I have a princess girl in the family but I’ve been excited to find an excuse to make a robot or space related costume. So I made a space girl dress, a jet pack and called it fancy. This costume doesn’t take much time to make and all the supplies are easy to find house hold items. We couldn’t decide on shoes, so this space girl is traveling the universe barefoot! (Saves on purchasing space rocket boots, right?)
Note: Over the summer I saw hoola hoops at Dollar Tree in 3 different sizes. If you can find one that is cheap, grab it, otherwise, using wire hangers works just great!
Also, I used a Force Flex lawn bag which is out I got the cool ripples in the dress… it’s just the texture the bags have already.
Capri sun box for jet pack
Large apple juice bottle for trick-or-treat bucket
How to make a space girl dress costume:
Using the spray paint, spray both sides of the trash bag and let dry overnight. I used a clippy hanger to hang the bag up and spray easier.

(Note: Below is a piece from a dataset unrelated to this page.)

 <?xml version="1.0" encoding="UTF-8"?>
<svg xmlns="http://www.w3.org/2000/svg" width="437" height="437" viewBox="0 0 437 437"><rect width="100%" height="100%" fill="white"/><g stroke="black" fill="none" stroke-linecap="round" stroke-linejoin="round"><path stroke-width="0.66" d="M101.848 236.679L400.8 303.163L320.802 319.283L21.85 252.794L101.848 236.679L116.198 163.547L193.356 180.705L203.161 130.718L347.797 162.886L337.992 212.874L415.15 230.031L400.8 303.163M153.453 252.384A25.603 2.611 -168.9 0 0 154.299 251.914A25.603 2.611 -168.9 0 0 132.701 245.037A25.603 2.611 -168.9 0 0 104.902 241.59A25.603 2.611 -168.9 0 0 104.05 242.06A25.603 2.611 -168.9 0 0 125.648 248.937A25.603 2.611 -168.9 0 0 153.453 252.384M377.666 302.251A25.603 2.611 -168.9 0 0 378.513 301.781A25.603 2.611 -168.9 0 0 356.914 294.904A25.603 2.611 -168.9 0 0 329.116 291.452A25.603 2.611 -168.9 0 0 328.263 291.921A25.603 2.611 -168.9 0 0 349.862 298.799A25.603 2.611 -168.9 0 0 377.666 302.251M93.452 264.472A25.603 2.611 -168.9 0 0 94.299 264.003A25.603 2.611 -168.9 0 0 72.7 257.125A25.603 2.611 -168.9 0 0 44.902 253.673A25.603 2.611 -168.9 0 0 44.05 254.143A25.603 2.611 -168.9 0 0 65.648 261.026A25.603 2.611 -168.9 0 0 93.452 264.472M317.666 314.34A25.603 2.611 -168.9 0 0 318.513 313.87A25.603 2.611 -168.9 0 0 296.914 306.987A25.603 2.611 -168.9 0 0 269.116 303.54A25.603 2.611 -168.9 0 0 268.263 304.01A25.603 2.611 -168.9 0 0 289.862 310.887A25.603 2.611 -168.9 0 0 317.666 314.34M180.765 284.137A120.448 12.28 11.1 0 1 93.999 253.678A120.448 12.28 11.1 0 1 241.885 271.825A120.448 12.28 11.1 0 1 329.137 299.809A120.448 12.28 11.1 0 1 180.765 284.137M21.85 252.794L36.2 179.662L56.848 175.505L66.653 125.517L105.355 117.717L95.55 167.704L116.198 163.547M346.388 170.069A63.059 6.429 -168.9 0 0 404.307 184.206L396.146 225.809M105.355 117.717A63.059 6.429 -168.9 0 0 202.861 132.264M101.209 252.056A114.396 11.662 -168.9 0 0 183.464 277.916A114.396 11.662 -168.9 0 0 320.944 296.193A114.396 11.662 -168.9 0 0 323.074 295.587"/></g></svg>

Cut off the bottom of the bag. How much you want to cut off will depend on how long you want the dress to be. I cut off about 4″ for this specific costume.
Using the drawstring ties of the trash bag determine where the front and back of the dress is; one side of the drawstring is the front, the other side is the back. At the front, cut the draw string, pull tight, tie in a knot and trim excess. The back tie will be your tie closure for the dress.
Unbend both wire hangers and create a half circle out of wach. Attach the hangers together at either end to create a full circle buy twisting the ends. Don’t worry too much how it looks, it will be covered.
Attach the wire circle to the inside bottom of the trash bag by using duct tape around the entire edge. Test out the sizing before you tape everything in place. If the circle is too big, adjust it now.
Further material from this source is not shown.